● **TASK TO CARRY OUT**
Look through the listing below for the string "wide". Show each line where it occurs.

● **DATA FOR PROCESSING**
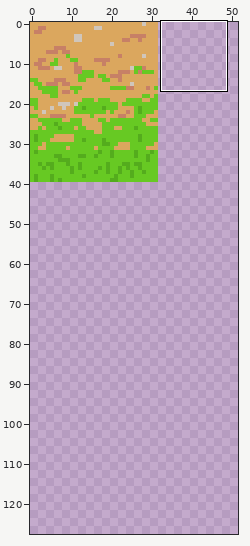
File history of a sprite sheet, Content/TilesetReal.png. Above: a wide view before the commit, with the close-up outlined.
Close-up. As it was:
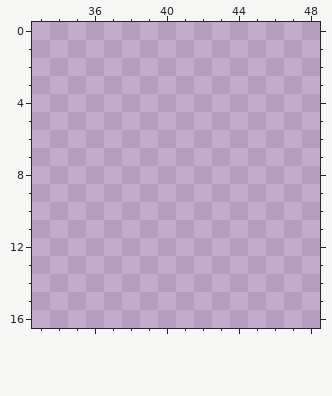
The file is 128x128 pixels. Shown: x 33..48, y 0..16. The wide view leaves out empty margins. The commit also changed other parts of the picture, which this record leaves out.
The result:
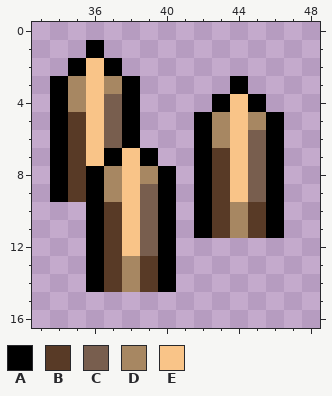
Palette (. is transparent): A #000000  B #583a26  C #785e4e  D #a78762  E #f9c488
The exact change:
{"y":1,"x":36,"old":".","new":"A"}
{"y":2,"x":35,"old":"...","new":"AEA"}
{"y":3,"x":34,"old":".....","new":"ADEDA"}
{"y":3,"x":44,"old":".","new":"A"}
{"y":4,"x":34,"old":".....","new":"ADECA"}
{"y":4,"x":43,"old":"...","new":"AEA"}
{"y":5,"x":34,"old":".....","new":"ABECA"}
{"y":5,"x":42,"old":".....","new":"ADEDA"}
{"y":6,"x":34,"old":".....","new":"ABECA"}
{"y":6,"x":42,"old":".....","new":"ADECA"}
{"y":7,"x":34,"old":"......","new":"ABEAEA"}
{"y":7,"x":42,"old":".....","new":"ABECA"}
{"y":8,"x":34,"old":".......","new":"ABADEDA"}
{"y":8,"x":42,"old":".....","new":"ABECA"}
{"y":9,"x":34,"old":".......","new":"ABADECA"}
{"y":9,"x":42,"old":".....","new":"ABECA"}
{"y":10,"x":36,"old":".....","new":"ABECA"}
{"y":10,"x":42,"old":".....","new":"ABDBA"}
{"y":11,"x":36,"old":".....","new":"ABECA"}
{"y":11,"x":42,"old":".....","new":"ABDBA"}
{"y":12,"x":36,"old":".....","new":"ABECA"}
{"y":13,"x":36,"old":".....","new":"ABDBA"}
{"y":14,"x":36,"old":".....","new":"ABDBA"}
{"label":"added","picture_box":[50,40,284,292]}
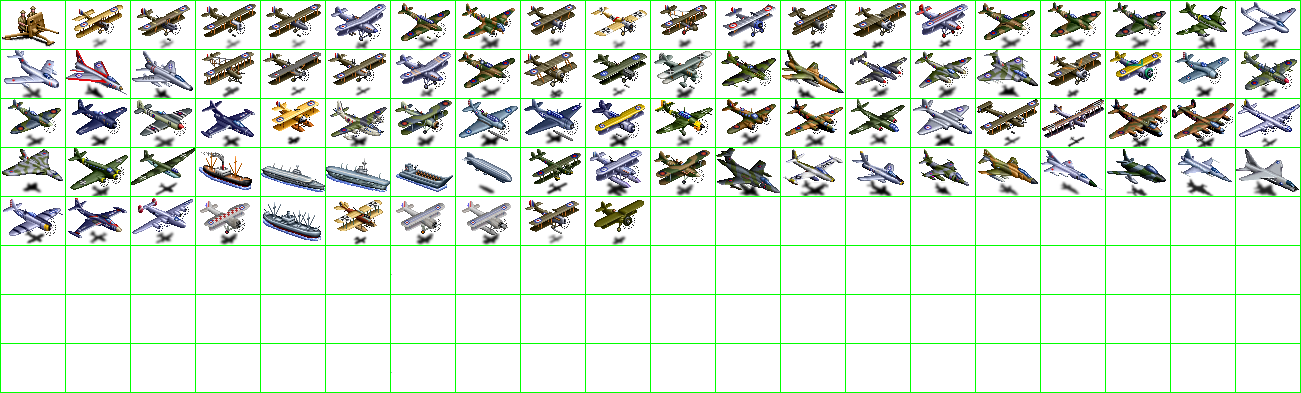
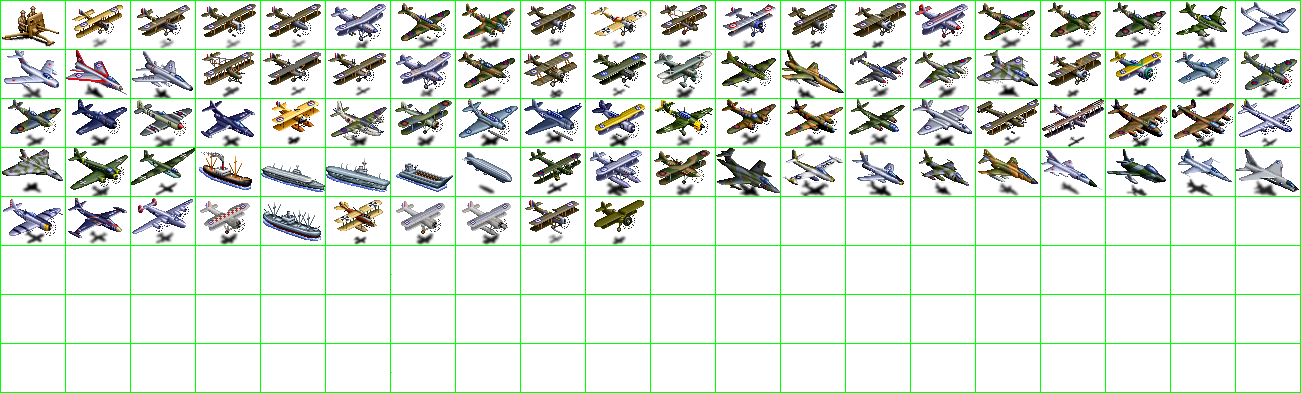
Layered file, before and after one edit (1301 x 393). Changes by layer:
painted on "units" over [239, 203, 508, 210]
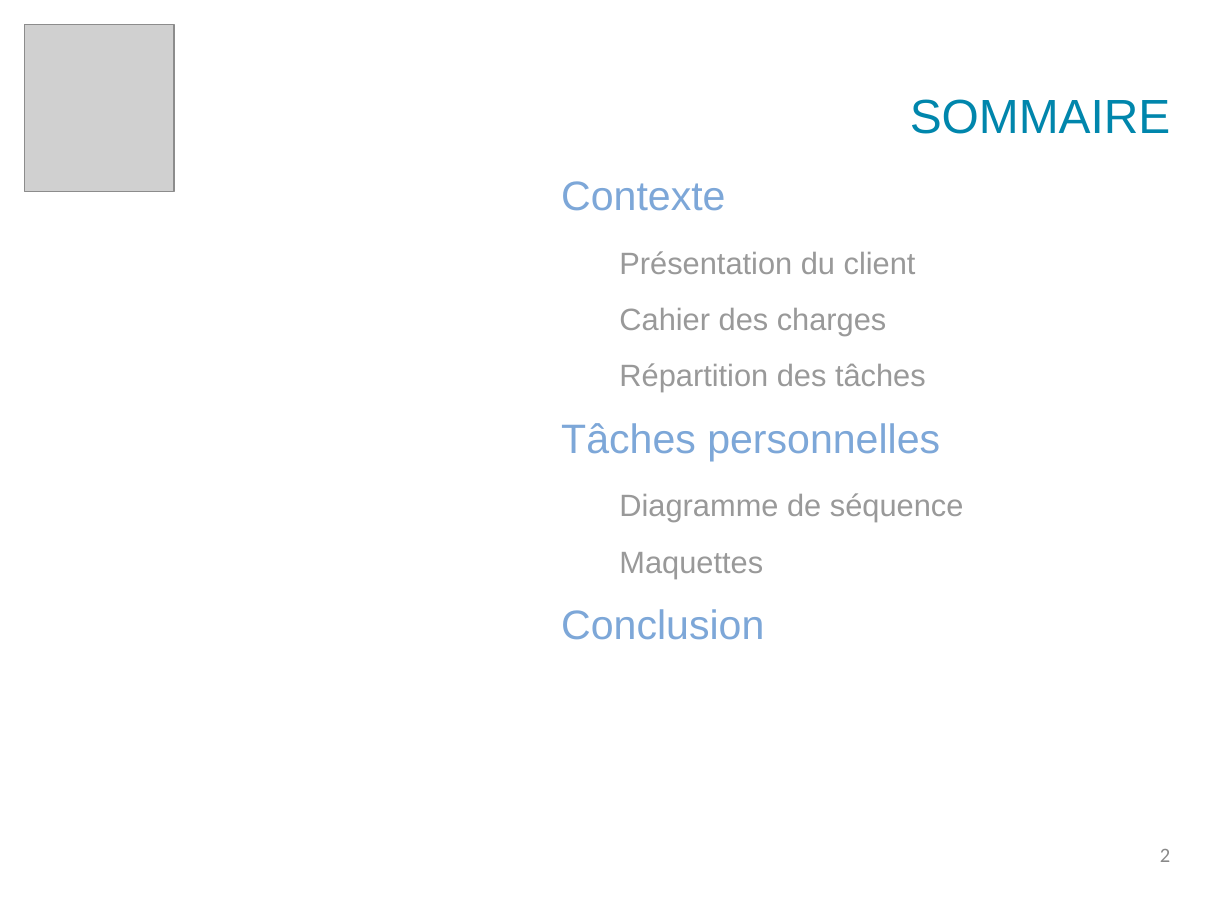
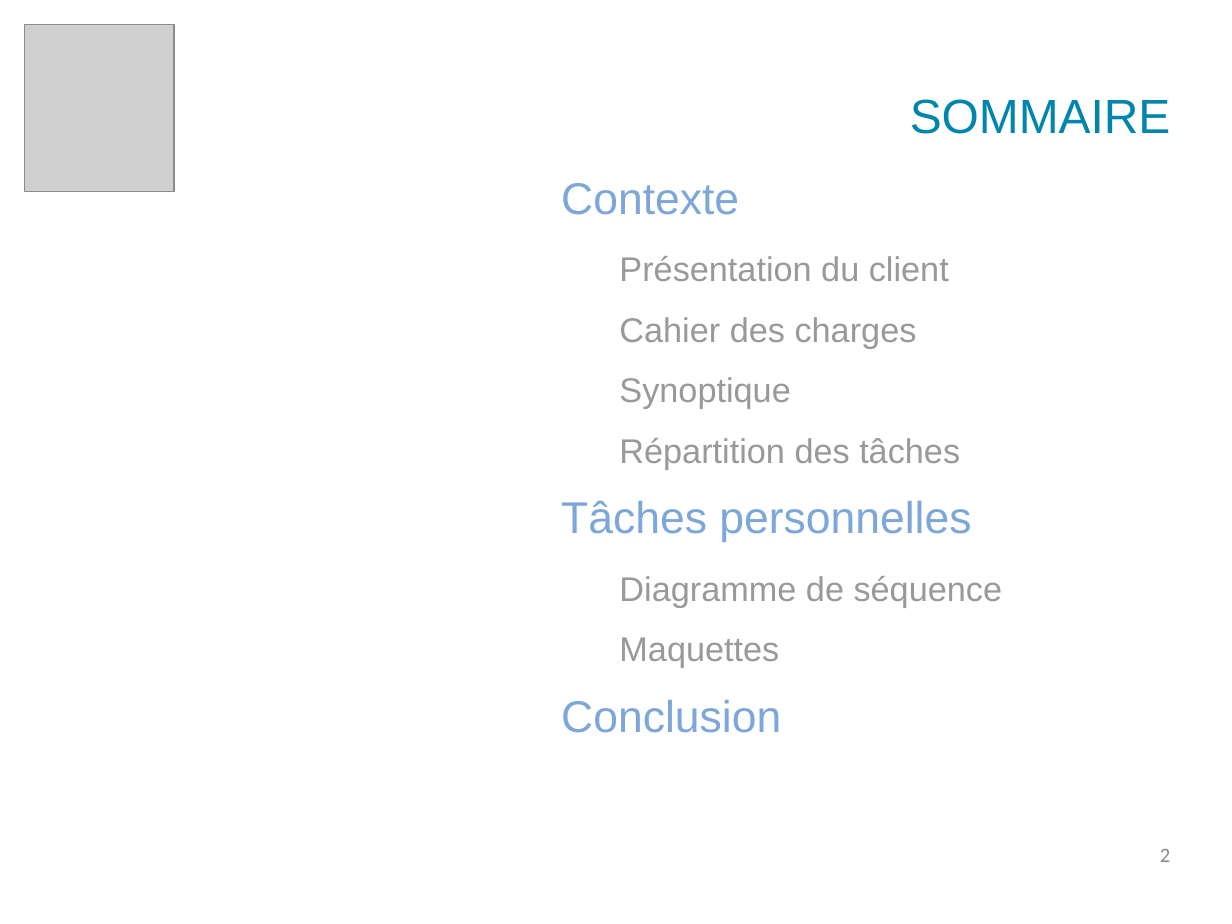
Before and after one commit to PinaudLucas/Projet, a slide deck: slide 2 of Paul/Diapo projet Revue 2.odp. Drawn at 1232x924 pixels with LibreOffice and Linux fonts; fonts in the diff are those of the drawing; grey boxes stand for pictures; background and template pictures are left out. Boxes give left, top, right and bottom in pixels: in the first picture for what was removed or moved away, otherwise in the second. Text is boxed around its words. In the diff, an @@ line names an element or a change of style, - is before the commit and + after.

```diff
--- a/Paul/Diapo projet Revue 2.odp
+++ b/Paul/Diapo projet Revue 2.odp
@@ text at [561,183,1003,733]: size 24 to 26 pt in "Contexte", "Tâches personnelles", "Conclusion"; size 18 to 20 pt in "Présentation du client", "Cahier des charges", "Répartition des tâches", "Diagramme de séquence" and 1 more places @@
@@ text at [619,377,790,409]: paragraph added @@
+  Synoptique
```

● **FINISHED EXERCISE**
File history of a sprite sheet, Content/TilesetReal.png. Above: a wide view before the commit, with the close-up outlined.
The file is 128x128 pixels. Shown: x 33..48, y 0..16. The wide view leaves out empty margins. The commit also changed other parts of the picture, which this record leaves out.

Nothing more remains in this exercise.